WHAT TO WORK ON: Copy nothing but the lines below running from the line containing "var slide_tex_h: float" through the line containing "file changed: assets/sprites/characters/chibi_rear_slide.png", both end lines included.

DATA FOR THIS EXERCISE:

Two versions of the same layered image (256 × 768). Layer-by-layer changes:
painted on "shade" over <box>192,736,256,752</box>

==

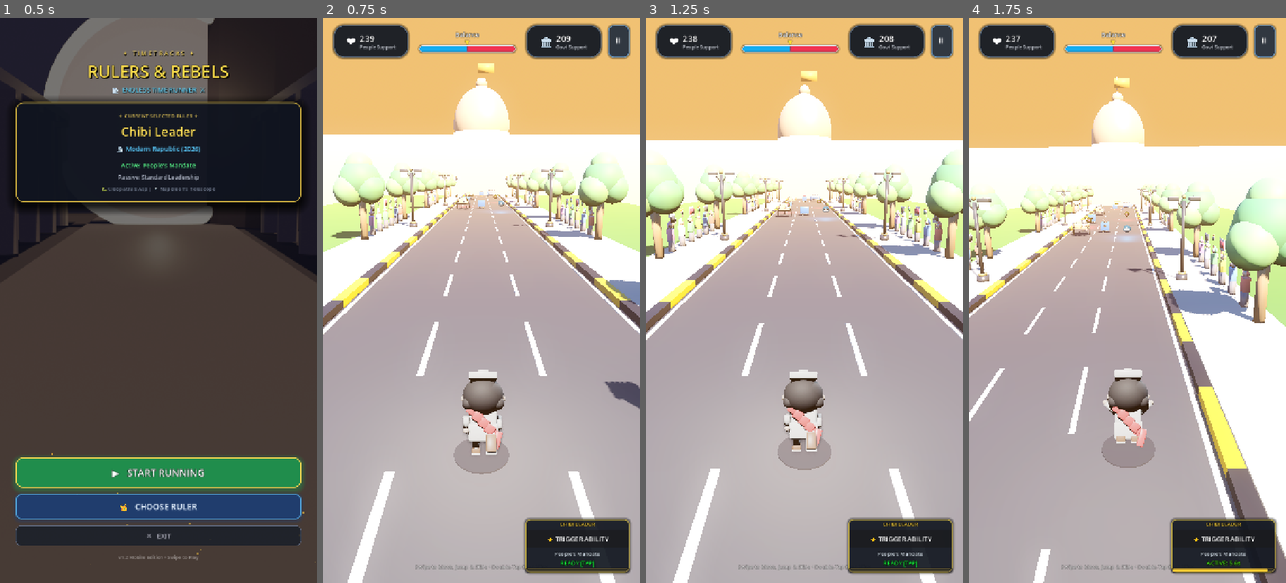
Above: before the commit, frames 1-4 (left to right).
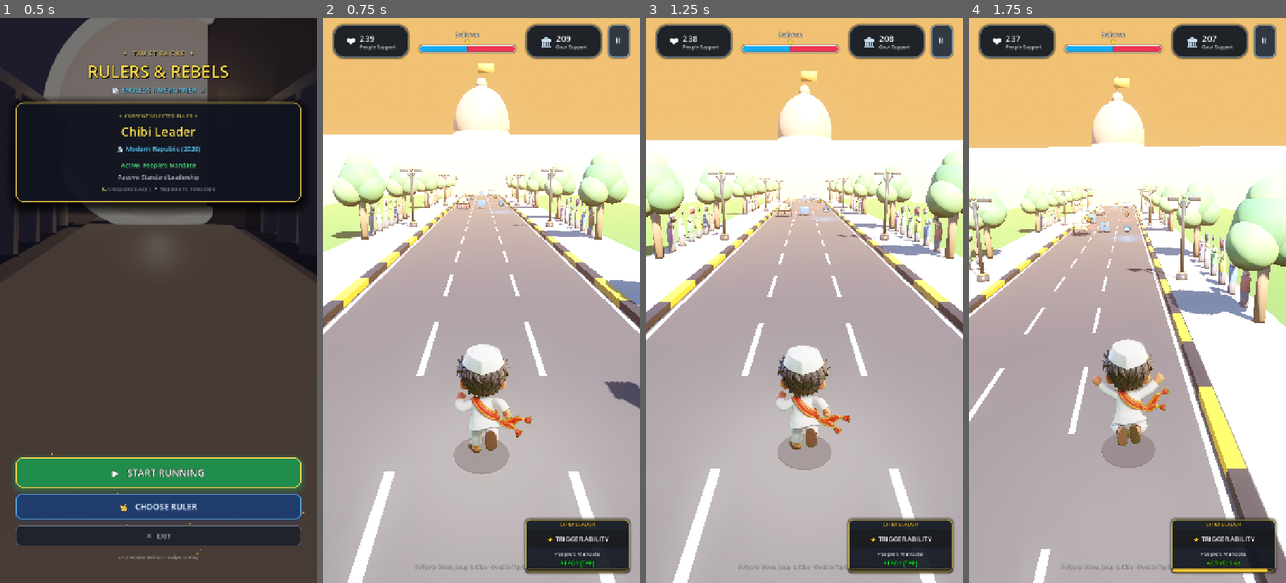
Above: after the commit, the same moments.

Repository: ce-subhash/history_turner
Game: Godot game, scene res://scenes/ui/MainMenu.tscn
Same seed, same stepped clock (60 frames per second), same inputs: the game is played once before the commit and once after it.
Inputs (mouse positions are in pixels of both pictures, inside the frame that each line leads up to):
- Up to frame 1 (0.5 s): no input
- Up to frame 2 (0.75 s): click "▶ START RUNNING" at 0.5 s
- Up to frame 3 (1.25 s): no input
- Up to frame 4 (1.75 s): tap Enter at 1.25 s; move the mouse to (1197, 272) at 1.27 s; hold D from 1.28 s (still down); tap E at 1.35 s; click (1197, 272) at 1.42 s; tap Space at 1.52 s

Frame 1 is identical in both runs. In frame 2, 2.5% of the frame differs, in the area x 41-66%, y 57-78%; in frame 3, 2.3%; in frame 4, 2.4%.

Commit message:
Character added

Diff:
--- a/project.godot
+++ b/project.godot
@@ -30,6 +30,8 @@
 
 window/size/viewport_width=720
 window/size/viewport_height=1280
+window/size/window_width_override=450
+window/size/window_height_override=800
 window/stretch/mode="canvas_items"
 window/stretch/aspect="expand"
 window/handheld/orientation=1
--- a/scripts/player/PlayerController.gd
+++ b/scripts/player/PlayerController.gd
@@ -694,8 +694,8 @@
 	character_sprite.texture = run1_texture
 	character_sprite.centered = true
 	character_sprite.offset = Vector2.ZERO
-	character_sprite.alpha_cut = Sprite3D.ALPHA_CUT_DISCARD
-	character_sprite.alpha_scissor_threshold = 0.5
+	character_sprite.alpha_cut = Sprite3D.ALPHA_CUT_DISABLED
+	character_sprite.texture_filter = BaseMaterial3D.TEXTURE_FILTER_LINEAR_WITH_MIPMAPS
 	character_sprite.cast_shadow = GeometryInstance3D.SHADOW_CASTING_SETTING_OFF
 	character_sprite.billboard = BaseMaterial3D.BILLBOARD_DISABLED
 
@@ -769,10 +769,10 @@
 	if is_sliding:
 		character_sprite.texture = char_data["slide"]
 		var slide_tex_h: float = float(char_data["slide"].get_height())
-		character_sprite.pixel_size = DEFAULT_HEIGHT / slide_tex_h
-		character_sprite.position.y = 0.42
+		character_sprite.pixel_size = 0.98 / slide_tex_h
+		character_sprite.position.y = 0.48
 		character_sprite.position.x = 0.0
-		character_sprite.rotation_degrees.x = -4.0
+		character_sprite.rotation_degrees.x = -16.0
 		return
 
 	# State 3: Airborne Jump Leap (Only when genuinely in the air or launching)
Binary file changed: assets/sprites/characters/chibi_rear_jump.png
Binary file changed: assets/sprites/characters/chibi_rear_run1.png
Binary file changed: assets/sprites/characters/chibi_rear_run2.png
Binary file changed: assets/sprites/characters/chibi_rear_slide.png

ANSWER FOR THE TASK:
 		var slide_tex_h: float = float(char_data["slide"].get_height())
-		character_sprite.pixel_size = DEFAULT_HEIGHT / slide_tex_h
-		character_sprite.position.y = 0.42
+		character_sprite.pixel_size = 0.98 / slide_tex_h
+		character_sprite.position.y = 0.48
 		character_sprite.position.x = 0.0
-		character_sprite.rotation_degrees.x = -4.0
+		character_sprite.rotation_degrees.x = -16.0
 		return
 
 	# State 3: Airborne Jump Leap (Only when genuinely in the air or launching)
Binary file changed: assets/sprites/characters/chibi_rear_jump.png
Binary file changed: assets/sprites/characters/chibi_rear_run1.png
Binary file changed: assets/sprites/characters/chibi_rear_run2.png
Binary file changed: assets/sprites/characters/chibi_rear_slide.png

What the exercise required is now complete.